After exploring every oatmeal option to use my lemon extract, I had to move on to the next format: pancakes.
I’m so glad I discovered how to make these single-serving pancakes. It’s wonderful to have pancakes in the morning without standing over the stove, flipping extra pancakes for half an hour. Also, these oatmeal pancakes treat me without ripping my stomach apart. My body hates Bisquick!
Now, I’ll be honest, these pancakes are perfectly tasty but not overly sweet. I included an optional sweetener in the ingredients list for those of you who know you have a sweet tooth. No judgment. 🙂
What you'll need:
- 2/3 cup rolled or quick oats (I use Country Choice Organic)
- 2/3 cup milk of choice
- 1/2 overripe banana
- juice of one lemon (~3 tbsp), or 1 tsp lemon extract
- rounded 1/2 tsp baking powder
- 1 tsp poppy seeds
- pinch of salt
- 1 tbsp honey or agave (optional)
- 1/2 a banana
- 1 tbsp milk of choice
- 1 tsp lemon extract (or 2 tbsp lemon juice)
- tiny pinch of salt
How to make it:
- Put all ingredients in a blender and blend until smooth. Add extra liquid if necessary (just a tsp or so at a time). It should have the consistency of paint. 🙂
- Heat a griddle pan over medium low heat.
- When griddle pan is ready, spray with nonstick cooking spray (it only needs a little bit!), and use a large spoon or a small scoop to pour pancakes onto the griddle. I made small pancakes, so I used a large soup spoon, and it worked perfectly. Generally, don't go any bigger than 1/4 a cup, but I find that too big still.

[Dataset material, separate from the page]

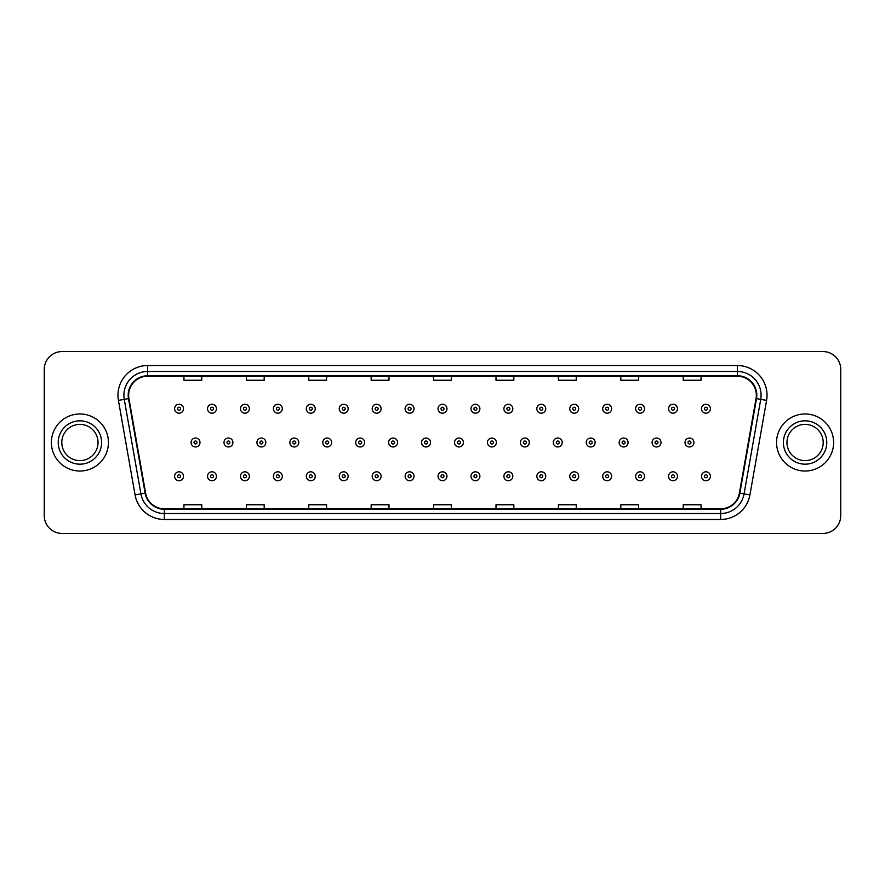 <?xml version="1.0" encoding="UTF-8"?>
<svg xmlns="http://www.w3.org/2000/svg" width="885" height="885" viewBox="0 0 885 885"><rect width="100%" height="100%" fill="white"/><g stroke="black" fill="none" stroke-linecap="round" stroke-linejoin="round"><path stroke-width="1.33" d="M51.385 442.5A28.53 28.53 0 0 0 79.915 471.03A28.53 28.53 0 0 0 108.446 442.5A28.53 28.53 0 0 0 79.915 413.97A28.53 28.53 0 0 0 51.385 442.5A28.53 28.53 0 0 0 79.915 471.03A28.53 28.53 0 0 0 108.446 442.5A28.53 28.53 0 0 0 79.915 413.97A28.53 28.53 0 0 0 51.385 442.5M776.554 442.5A28.53 28.53 0 0 0 805.084 471.03A28.53 28.53 0 0 0 833.615 442.5A28.53 28.53 0 0 0 805.084 413.97A28.53 28.53 0 0 0 776.554 442.5A28.53 28.53 0 0 0 805.084 471.03A28.53 28.53 0 0 0 833.615 442.5A28.53 28.53 0 0 0 805.084 413.97A28.53 28.53 0 0 0 776.554 442.5M128.657 395.241A19.016 19.016 0 0 1 147.673 376.225L737.327 376.225A19.016 19.016 0 0 1 756.056 398.549L739.395 493.056A19.016 19.016 0 0 1 720.656 508.775L164.344 508.775A19.016 19.016 0 0 1 145.605 493.056L128.945 398.549A19.016 19.016 0 0 1 128.657 395.241M128.181 395.241A19.492 19.492 0 0 0 128.48 398.626L145.14 493.144A19.492 19.492 0 0 0 164.344 509.251L720.656 509.251A19.492 19.492 0 0 0 739.86 493.144L756.52 398.626A19.492 19.492 0 0 0 737.327 375.749L147.673 375.749A19.492 19.492 0 0 0 128.181 395.241M118.413 400.407A29.725 29.725 0 0 1 147.673 365.527L737.327 365.527A29.725 29.725 0 0 1 766.587 400.407L749.927 494.914A29.725 29.725 0 0 1 720.656 519.473L164.344 519.473A29.725 29.725 0 0 1 135.073 494.914L118.413 400.407L124.265 399.378A23.773 23.773 0 0 1 147.673 371.468L737.327 371.468A23.773 23.773 0 0 1 760.735 399.378L744.075 493.885A23.773 23.773 0 0 1 720.656 513.532L164.344 513.532A23.773 23.773 0 0 1 140.925 493.885L124.265 399.378A23.773 23.773 0 0 1 123.9 395.241M840.75 369.388A17.833 17.833 0 0 0 822.917 351.555L62.083 351.555A17.833 17.833 0 0 0 44.25 369.388L44.25 515.612A17.833 17.833 0 0 0 62.083 533.445L822.917 533.445A17.833 17.833 0 0 0 840.75 515.612L840.75 369.388L840.75 515.612M433.584 376.225L433.584 380.251L451.416 380.251L451.416 376.225M371.169 376.225L371.169 380.251L389.002 380.251L389.002 376.225M308.754 376.225L308.754 380.251L326.587 380.251L326.587 376.225M246.351 376.225L246.351 380.251L264.184 380.251L264.184 376.225M183.936 376.225L183.936 380.251L201.769 380.251L201.769 376.225M495.998 376.225L495.998 380.251L513.831 380.251L513.831 376.225M558.413 376.225L558.413 380.251L576.246 380.251L576.246 376.225M620.816 376.225L620.816 380.251L638.649 380.251L638.649 376.225M683.231 376.225L683.231 380.251L701.064 380.251L701.064 376.225M451.416 508.775L451.416 504.749L433.584 504.749L433.584 508.775M389.002 508.775L389.002 504.749L371.169 504.749L371.169 508.775M326.587 508.775L326.587 504.749L308.754 504.749L308.754 508.775M264.184 508.775L264.184 504.749L246.351 504.749L246.351 508.775M201.769 508.775L201.769 504.749L183.936 504.749L183.936 508.775M513.831 508.775L513.831 504.749L495.998 504.749L495.998 508.775M576.246 508.775L576.246 504.749L558.413 504.749L558.413 508.775M638.649 508.775L638.649 504.749L620.816 504.749L620.816 508.775M701.064 508.775L701.064 504.749L683.231 504.749L683.231 508.775M44.25 369.388L44.25 515.612M822.917 351.555L62.083 351.555M62.083 533.445L822.917 533.445M183.516 408.737A4.458 4.458 0 0 1 179.058 413.195A4.458 4.458 0 0 1 174.599 408.737A4.458 4.458 0 0 1 179.058 404.279A4.458 4.458 0 0 1 183.516 408.737A4.458 4.458 0 0 0 179.058 404.279A4.458 4.458 0 0 0 174.599 408.737M191.071 442.5A4.458 4.458 0 0 1 195.53 438.042A4.458 4.458 0 0 1 199.988 442.5A4.458 4.458 0 0 1 195.53 446.958A4.458 4.458 0 0 1 191.071 442.5A4.458 4.458 0 0 0 195.53 446.958A4.458 4.458 0 0 0 199.988 442.5M174.599 476.263A4.458 4.458 0 0 1 179.058 471.805A4.458 4.458 0 0 1 183.516 476.263A4.458 4.458 0 0 1 179.058 480.721A4.458 4.458 0 0 1 174.599 476.263A4.458 4.458 0 0 0 179.058 480.721A4.458 4.458 0 0 0 183.516 476.263M98.036 442.5A18.12 18.12 0 0 0 79.915 424.38A18.12 18.12 0 0 0 61.795 442.5A18.12 18.12 0 0 0 79.915 460.62A18.12 18.12 0 0 0 98.036 442.5A18.12 18.12 0 0 1 79.915 460.62A18.12 18.12 0 0 1 61.795 442.5M216.449 408.737A4.458 4.458 0 0 1 211.991 413.195A4.458 4.458 0 0 1 207.532 408.737A4.458 4.458 0 0 1 211.991 404.279A4.458 4.458 0 0 1 216.449 408.737A4.458 4.458 0 0 0 211.991 404.279A4.458 4.458 0 0 0 207.532 408.737M249.382 408.737A4.458 4.458 0 0 1 244.924 413.195A4.458 4.458 0 0 1 240.466 408.737A4.458 4.458 0 0 1 244.924 404.279A4.458 4.458 0 0 1 249.382 408.737A4.458 4.458 0 0 0 244.924 404.279A4.458 4.458 0 0 0 240.466 408.737M282.304 408.737A4.458 4.458 0 0 1 277.846 413.195A4.458 4.458 0 0 1 273.388 408.737A4.458 4.458 0 0 1 277.846 404.279A4.458 4.458 0 0 1 282.304 408.737A4.458 4.458 0 0 0 277.846 404.279A4.458 4.458 0 0 0 273.388 408.737M315.237 408.737A4.458 4.458 0 0 1 310.779 413.195A4.458 4.458 0 0 1 306.321 408.737A4.458 4.458 0 0 1 310.779 404.279A4.458 4.458 0 0 1 315.237 408.737A4.458 4.458 0 0 0 310.779 404.279A4.458 4.458 0 0 0 306.321 408.737M223.993 442.5A4.458 4.458 0 0 1 228.452 438.042A4.458 4.458 0 0 1 232.91 442.5A4.458 4.458 0 0 1 228.452 446.958A4.458 4.458 0 0 1 223.993 442.5A4.458 4.458 0 0 0 228.452 446.958A4.458 4.458 0 0 0 232.91 442.5M256.927 442.5A4.458 4.458 0 0 1 261.385 438.042A4.458 4.458 0 0 1 265.843 442.5A4.458 4.458 0 0 1 261.385 446.958A4.458 4.458 0 0 1 256.927 442.5A4.458 4.458 0 0 0 261.385 446.958A4.458 4.458 0 0 0 265.843 442.5M289.86 442.5A4.458 4.458 0 0 1 294.318 438.042A4.458 4.458 0 0 1 298.776 442.5A4.458 4.458 0 0 1 294.318 446.958A4.458 4.458 0 0 1 289.86 442.5A4.458 4.458 0 0 0 294.318 446.958A4.458 4.458 0 0 0 298.776 442.5M823.205 442.5A18.12 18.12 0 0 0 805.084 424.38A18.12 18.12 0 0 0 786.964 442.5A18.12 18.12 0 0 0 805.084 460.62A18.12 18.12 0 0 0 823.205 442.5A18.12 18.12 0 0 1 805.084 460.62A18.12 18.12 0 0 1 786.964 442.5M348.17 408.737A4.458 4.458 0 0 1 343.712 413.195A4.458 4.458 0 0 1 339.254 408.737A4.458 4.458 0 0 1 343.712 404.279A4.458 4.458 0 0 1 348.17 408.737A4.458 4.458 0 0 0 343.712 404.279A4.458 4.458 0 0 0 339.254 408.737M381.103 408.737A4.458 4.458 0 0 1 376.645 413.195A4.458 4.458 0 0 1 372.187 408.737A4.458 4.458 0 0 1 376.645 404.279A4.458 4.458 0 0 1 381.103 408.737A4.458 4.458 0 0 0 376.645 404.279A4.458 4.458 0 0 0 372.187 408.737M414.025 408.737A4.458 4.458 0 0 1 409.567 413.195A4.458 4.458 0 0 1 405.109 408.737A4.458 4.458 0 0 1 409.567 404.279A4.458 4.458 0 0 1 414.025 408.737A4.458 4.458 0 0 0 409.567 404.279A4.458 4.458 0 0 0 405.109 408.737M322.793 442.5A4.458 4.458 0 0 1 327.24 438.042A4.458 4.458 0 0 1 331.698 442.5A4.458 4.458 0 0 1 327.24 446.958A4.458 4.458 0 0 1 322.793 442.5A4.458 4.458 0 0 0 327.24 446.958A4.458 4.458 0 0 0 331.698 442.5M355.715 442.5A4.458 4.458 0 0 1 360.173 438.042A4.458 4.458 0 0 1 364.631 442.5A4.458 4.458 0 0 1 360.173 446.958A4.458 4.458 0 0 1 355.715 442.5A4.458 4.458 0 0 0 360.173 446.958A4.458 4.458 0 0 0 364.631 442.5M388.648 442.5A4.458 4.458 0 0 1 393.106 438.042A4.458 4.458 0 0 1 397.564 442.5A4.458 4.458 0 0 1 393.106 446.958A4.458 4.458 0 0 1 388.648 442.5A4.458 4.458 0 0 0 393.106 446.958A4.458 4.458 0 0 0 397.564 442.5M446.958 408.737A4.458 4.458 0 0 1 442.5 413.195A4.458 4.458 0 0 1 438.042 408.737A4.458 4.458 0 0 1 442.5 404.279A4.458 4.458 0 0 1 446.958 408.737A4.458 4.458 0 0 0 442.5 404.279A4.458 4.458 0 0 0 438.042 408.737M479.891 408.737A4.458 4.458 0 0 1 475.433 413.195A4.458 4.458 0 0 1 470.975 408.737A4.458 4.458 0 0 1 475.433 404.279A4.458 4.458 0 0 1 479.891 408.737A4.458 4.458 0 0 0 475.433 404.279A4.458 4.458 0 0 0 470.975 408.737M512.813 408.737A4.458 4.458 0 0 1 508.355 413.195A4.458 4.458 0 0 1 503.897 408.737A4.458 4.458 0 0 1 508.355 404.279A4.458 4.458 0 0 1 512.813 408.737A4.458 4.458 0 0 0 508.355 404.279A4.458 4.458 0 0 0 503.897 408.737M545.746 408.737A4.458 4.458 0 0 1 541.288 413.195A4.458 4.458 0 0 1 536.83 408.737A4.458 4.458 0 0 1 541.288 404.279A4.458 4.458 0 0 1 545.746 408.737A4.458 4.458 0 0 0 541.288 404.279A4.458 4.458 0 0 0 536.83 408.737M578.679 408.737A4.458 4.458 0 0 1 574.221 413.195A4.458 4.458 0 0 1 569.763 408.737A4.458 4.458 0 0 1 574.221 404.279A4.458 4.458 0 0 1 578.679 408.737A4.458 4.458 0 0 0 574.221 404.279A4.458 4.458 0 0 0 569.763 408.737M421.581 442.5A4.458 4.458 0 0 1 426.039 438.042A4.458 4.458 0 0 1 430.497 442.5A4.458 4.458 0 0 1 426.039 446.958A4.458 4.458 0 0 1 421.581 442.5A4.458 4.458 0 0 0 426.039 446.958A4.458 4.458 0 0 0 430.497 442.5M454.503 442.5A4.458 4.458 0 0 1 458.961 438.042A4.458 4.458 0 0 1 463.419 442.5A4.458 4.458 0 0 1 458.961 446.958A4.458 4.458 0 0 1 454.503 442.5A4.458 4.458 0 0 0 458.961 446.958A4.458 4.458 0 0 0 463.419 442.5M487.436 442.5A4.458 4.458 0 0 1 491.894 438.042A4.458 4.458 0 0 1 496.352 442.5A4.458 4.458 0 0 1 491.894 446.958A4.458 4.458 0 0 1 487.436 442.5A4.458 4.458 0 0 0 491.894 446.958A4.458 4.458 0 0 0 496.352 442.5M520.369 442.5A4.458 4.458 0 0 1 524.827 438.042A4.458 4.458 0 0 1 529.285 442.5A4.458 4.458 0 0 1 524.827 446.958A4.458 4.458 0 0 1 520.369 442.5A4.458 4.458 0 0 0 524.827 446.958A4.458 4.458 0 0 0 529.285 442.5M553.302 442.5A4.458 4.458 0 0 1 557.76 438.042A4.458 4.458 0 0 1 562.207 442.5A4.458 4.458 0 0 1 557.76 446.958A4.458 4.458 0 0 1 553.302 442.5A4.458 4.458 0 0 0 557.76 446.958A4.458 4.458 0 0 0 562.207 442.5M611.612 408.737A4.458 4.458 0 0 1 607.154 413.195A4.458 4.458 0 0 1 602.696 408.737A4.458 4.458 0 0 1 607.154 404.279A4.458 4.458 0 0 1 611.612 408.737A4.458 4.458 0 0 0 607.154 404.279A4.458 4.458 0 0 0 602.696 408.737M644.534 408.737A4.458 4.458 0 0 1 640.076 413.195A4.458 4.458 0 0 1 635.618 408.737A4.458 4.458 0 0 1 640.076 404.279A4.458 4.458 0 0 1 644.534 408.737A4.458 4.458 0 0 0 640.076 404.279A4.458 4.458 0 0 0 635.618 408.737M677.467 408.737A4.458 4.458 0 0 1 673.009 413.195A4.458 4.458 0 0 1 668.551 408.737A4.458 4.458 0 0 1 673.009 404.279A4.458 4.458 0 0 1 677.467 408.737A4.458 4.458 0 0 0 673.009 404.279A4.458 4.458 0 0 0 668.551 408.737M710.401 408.737A4.458 4.458 0 0 1 705.942 413.195A4.458 4.458 0 0 1 701.484 408.737A4.458 4.458 0 0 1 705.942 404.279A4.458 4.458 0 0 1 710.401 408.737A4.458 4.458 0 0 0 705.942 404.279A4.458 4.458 0 0 0 701.484 408.737M586.224 442.5A4.458 4.458 0 0 1 590.682 438.042A4.458 4.458 0 0 1 595.14 442.5A4.458 4.458 0 0 1 590.682 446.958A4.458 4.458 0 0 1 586.224 442.5A4.458 4.458 0 0 0 590.682 446.958A4.458 4.458 0 0 0 595.14 442.5M619.157 442.5A4.458 4.458 0 0 1 623.615 438.042A4.458 4.458 0 0 1 628.073 442.5A4.458 4.458 0 0 1 623.615 446.958A4.458 4.458 0 0 1 619.157 442.5A4.458 4.458 0 0 0 623.615 446.958A4.458 4.458 0 0 0 628.073 442.5M652.09 442.5A4.458 4.458 0 0 1 656.548 438.042A4.458 4.458 0 0 1 661.006 442.5A4.458 4.458 0 0 1 656.548 446.958A4.458 4.458 0 0 1 652.09 442.5A4.458 4.458 0 0 0 656.548 446.958A4.458 4.458 0 0 0 661.006 442.5M685.012 442.5A4.458 4.458 0 0 1 689.47 438.042A4.458 4.458 0 0 1 693.928 442.5A4.458 4.458 0 0 1 689.47 446.958A4.458 4.458 0 0 1 685.012 442.5A4.458 4.458 0 0 0 689.47 446.958A4.458 4.458 0 0 0 693.928 442.5M207.532 476.263A4.458 4.458 0 0 1 211.991 471.805A4.458 4.458 0 0 1 216.449 476.263A4.458 4.458 0 0 1 211.991 480.721A4.458 4.458 0 0 1 207.532 476.263A4.458 4.458 0 0 0 211.991 480.721A4.458 4.458 0 0 0 216.449 476.263M240.466 476.263A4.458 4.458 0 0 1 244.924 471.805A4.458 4.458 0 0 1 249.382 476.263A4.458 4.458 0 0 1 244.924 480.721A4.458 4.458 0 0 1 240.466 476.263A4.458 4.458 0 0 0 244.924 480.721A4.458 4.458 0 0 0 249.382 476.263M273.388 476.263A4.458 4.458 0 0 1 277.846 471.805A4.458 4.458 0 0 1 282.304 476.263A4.458 4.458 0 0 1 277.846 480.721A4.458 4.458 0 0 1 273.388 476.263A4.458 4.458 0 0 0 277.846 480.721A4.458 4.458 0 0 0 282.304 476.263M306.321 476.263A4.458 4.458 0 0 1 310.779 471.805A4.458 4.458 0 0 1 315.237 476.263A4.458 4.458 0 0 1 310.779 480.721A4.458 4.458 0 0 1 306.321 476.263A4.458 4.458 0 0 0 310.779 480.721A4.458 4.458 0 0 0 315.237 476.263M339.254 476.263A4.458 4.458 0 0 1 343.712 471.805A4.458 4.458 0 0 1 348.17 476.263A4.458 4.458 0 0 1 343.712 480.721A4.458 4.458 0 0 1 339.254 476.263A4.458 4.458 0 0 0 343.712 480.721A4.458 4.458 0 0 0 348.17 476.263M372.187 476.263A4.458 4.458 0 0 1 376.645 471.805A4.458 4.458 0 0 1 381.103 476.263A4.458 4.458 0 0 1 376.645 480.721A4.458 4.458 0 0 1 372.187 476.263A4.458 4.458 0 0 0 376.645 480.721A4.458 4.458 0 0 0 381.103 476.263M405.109 476.263A4.458 4.458 0 0 1 409.567 471.805A4.458 4.458 0 0 1 414.025 476.263A4.458 4.458 0 0 1 409.567 480.721A4.458 4.458 0 0 1 405.109 476.263A4.458 4.458 0 0 0 409.567 480.721A4.458 4.458 0 0 0 414.025 476.263M438.042 476.263A4.458 4.458 0 0 1 442.5 471.805A4.458 4.458 0 0 1 446.958 476.263A4.458 4.458 0 0 1 442.5 480.721A4.458 4.458 0 0 1 438.042 476.263A4.458 4.458 0 0 0 442.5 480.721A4.458 4.458 0 0 0 446.958 476.263M470.975 476.263A4.458 4.458 0 0 1 475.433 471.805A4.458 4.458 0 0 1 479.891 476.263A4.458 4.458 0 0 1 475.433 480.721A4.458 4.458 0 0 1 470.975 476.263A4.458 4.458 0 0 0 475.433 480.721A4.458 4.458 0 0 0 479.891 476.263M503.897 476.263A4.458 4.458 0 0 1 508.355 471.805A4.458 4.458 0 0 1 512.813 476.263A4.458 4.458 0 0 1 508.355 480.721A4.458 4.458 0 0 1 503.897 476.263A4.458 4.458 0 0 0 508.355 480.721A4.458 4.458 0 0 0 512.813 476.263M536.83 476.263A4.458 4.458 0 0 1 541.288 471.805A4.458 4.458 0 0 1 545.746 476.263A4.458 4.458 0 0 1 541.288 480.721A4.458 4.458 0 0 1 536.83 476.263A4.458 4.458 0 0 0 541.288 480.721A4.458 4.458 0 0 0 545.746 476.263M569.763 476.263A4.458 4.458 0 0 1 574.221 471.805A4.458 4.458 0 0 1 578.679 476.263A4.458 4.458 0 0 1 574.221 480.721A4.458 4.458 0 0 1 569.763 476.263A4.458 4.458 0 0 0 574.221 480.721A4.458 4.458 0 0 0 578.679 476.263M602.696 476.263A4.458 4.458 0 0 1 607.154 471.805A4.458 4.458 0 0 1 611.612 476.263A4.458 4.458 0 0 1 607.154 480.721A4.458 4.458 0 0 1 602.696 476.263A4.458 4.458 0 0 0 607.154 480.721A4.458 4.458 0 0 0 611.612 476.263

- When bubbles have formed at the top of the pancake, flip over and cook for another minute. Repeat until all the batter has been used!
- Top with a cashew cream, coconut whipped cream, coconut butter, lemon curd, lemon glaze (powdered sugar mixed with lemon juice), nondairy yogurt, OR the Lemony Banana Butter.
- Mix all ingredients in a blender (needs to be small, like a Magic Bullet).
- Taste. If you still taste banana, add a touch more lemon extract.
- Pour onto your pancakes!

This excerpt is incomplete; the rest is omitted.